### Instructions for the task
Give the lines below again exactly, starting with the line that holds "right_lip_top = (42.8, bottom + 16.5)" and going on through the line that holds "the right end".

Start of Data

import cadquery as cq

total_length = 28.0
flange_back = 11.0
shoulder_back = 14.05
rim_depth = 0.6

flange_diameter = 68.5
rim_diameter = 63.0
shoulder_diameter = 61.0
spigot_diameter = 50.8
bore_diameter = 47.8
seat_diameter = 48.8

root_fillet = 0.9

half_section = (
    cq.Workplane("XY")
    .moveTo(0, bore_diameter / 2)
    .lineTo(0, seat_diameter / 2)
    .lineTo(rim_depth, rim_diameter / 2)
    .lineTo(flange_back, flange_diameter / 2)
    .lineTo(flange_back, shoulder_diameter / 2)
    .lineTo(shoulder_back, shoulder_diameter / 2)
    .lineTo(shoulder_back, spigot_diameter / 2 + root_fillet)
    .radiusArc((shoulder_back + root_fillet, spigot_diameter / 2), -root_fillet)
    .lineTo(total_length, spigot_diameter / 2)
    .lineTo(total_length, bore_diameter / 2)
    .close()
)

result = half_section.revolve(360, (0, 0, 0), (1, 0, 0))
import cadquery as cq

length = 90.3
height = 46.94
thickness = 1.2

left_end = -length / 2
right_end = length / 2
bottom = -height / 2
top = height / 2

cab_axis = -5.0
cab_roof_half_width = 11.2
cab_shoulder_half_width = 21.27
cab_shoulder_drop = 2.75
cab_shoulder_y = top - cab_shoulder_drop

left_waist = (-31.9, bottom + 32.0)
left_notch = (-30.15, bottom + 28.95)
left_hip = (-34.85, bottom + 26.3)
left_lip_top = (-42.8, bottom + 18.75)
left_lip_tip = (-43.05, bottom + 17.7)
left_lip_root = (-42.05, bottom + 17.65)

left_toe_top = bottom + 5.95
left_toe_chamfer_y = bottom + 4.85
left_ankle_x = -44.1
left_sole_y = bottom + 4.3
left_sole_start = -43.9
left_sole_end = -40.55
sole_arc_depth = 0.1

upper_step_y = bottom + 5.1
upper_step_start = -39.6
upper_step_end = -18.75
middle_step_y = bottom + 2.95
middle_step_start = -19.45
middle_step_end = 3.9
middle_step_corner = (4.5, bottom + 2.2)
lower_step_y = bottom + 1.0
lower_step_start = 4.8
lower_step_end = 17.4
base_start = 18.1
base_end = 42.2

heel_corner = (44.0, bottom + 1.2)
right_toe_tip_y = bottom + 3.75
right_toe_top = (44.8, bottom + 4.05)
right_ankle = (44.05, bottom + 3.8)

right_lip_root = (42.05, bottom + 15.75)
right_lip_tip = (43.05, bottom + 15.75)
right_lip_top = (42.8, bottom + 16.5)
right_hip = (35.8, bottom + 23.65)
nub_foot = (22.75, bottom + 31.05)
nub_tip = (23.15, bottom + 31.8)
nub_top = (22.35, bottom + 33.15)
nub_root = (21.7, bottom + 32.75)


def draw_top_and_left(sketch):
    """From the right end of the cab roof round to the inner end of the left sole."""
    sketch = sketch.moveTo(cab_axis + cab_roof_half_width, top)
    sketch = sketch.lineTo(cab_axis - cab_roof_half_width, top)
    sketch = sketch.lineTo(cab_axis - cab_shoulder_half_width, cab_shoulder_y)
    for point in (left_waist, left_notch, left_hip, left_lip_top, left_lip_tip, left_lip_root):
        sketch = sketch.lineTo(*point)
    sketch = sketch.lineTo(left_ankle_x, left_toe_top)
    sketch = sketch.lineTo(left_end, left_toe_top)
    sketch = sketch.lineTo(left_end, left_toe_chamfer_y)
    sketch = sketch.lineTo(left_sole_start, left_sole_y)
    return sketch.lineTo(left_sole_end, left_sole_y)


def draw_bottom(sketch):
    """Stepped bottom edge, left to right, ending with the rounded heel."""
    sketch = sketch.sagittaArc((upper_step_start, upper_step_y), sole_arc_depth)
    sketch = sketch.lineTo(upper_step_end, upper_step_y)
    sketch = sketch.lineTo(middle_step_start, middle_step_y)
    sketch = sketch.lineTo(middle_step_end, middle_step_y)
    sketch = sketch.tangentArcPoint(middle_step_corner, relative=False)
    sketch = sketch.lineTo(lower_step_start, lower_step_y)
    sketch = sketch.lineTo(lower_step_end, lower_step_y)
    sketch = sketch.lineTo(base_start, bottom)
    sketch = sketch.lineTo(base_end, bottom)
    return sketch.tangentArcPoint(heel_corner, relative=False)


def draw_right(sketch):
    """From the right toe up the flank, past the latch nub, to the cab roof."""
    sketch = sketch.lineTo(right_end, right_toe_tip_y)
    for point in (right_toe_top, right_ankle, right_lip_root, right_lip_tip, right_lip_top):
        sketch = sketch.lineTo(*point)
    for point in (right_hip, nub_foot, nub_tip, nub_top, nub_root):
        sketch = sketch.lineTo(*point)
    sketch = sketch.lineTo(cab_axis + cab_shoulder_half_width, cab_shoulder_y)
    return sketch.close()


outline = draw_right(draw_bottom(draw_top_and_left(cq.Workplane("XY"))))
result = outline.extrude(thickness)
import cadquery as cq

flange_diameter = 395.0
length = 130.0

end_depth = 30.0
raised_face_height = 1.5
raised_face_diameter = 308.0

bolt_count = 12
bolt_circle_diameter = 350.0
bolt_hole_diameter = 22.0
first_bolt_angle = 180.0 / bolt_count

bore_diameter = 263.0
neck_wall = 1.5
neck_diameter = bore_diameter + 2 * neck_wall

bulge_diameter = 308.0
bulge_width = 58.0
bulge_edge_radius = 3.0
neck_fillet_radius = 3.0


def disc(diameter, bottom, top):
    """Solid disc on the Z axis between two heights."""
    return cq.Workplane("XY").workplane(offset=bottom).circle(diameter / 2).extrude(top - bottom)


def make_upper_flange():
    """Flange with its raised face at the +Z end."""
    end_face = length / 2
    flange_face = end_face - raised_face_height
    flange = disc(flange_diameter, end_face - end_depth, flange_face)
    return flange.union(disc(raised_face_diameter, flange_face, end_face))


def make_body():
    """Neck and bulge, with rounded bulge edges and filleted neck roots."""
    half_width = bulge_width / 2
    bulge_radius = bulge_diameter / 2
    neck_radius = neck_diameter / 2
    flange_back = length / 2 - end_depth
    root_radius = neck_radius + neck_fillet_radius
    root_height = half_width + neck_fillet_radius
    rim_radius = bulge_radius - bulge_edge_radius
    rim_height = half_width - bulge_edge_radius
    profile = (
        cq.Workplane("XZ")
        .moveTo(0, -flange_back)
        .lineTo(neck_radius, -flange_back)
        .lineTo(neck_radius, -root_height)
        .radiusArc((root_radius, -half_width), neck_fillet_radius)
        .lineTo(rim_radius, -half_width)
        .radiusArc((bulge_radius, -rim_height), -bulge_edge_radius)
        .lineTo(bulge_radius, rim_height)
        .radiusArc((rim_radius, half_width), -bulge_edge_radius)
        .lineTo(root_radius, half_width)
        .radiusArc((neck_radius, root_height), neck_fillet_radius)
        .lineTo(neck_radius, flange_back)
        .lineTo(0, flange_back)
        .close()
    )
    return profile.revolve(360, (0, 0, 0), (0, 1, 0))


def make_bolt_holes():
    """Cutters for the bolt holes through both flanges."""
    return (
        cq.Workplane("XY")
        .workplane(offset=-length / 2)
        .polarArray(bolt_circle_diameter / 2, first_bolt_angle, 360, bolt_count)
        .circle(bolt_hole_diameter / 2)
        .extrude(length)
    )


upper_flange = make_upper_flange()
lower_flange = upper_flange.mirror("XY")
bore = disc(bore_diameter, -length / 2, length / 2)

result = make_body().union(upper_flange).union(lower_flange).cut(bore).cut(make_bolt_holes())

End of Data

### Task response
right_lip_top = (42.8, bottom + 16.5)
right_hip = (35.8, bottom + 23.65)
nub_foot = (22.75, bottom + 31.05)
nub_tip = (23.15, bottom + 31.8)
nub_top = (22.35, bottom + 33.15)
nub_root = (21.7, bottom + 32.75)


def draw_top_and_left(sketch):
    """From the right end of the cab roof round to the inner end of the left sole."""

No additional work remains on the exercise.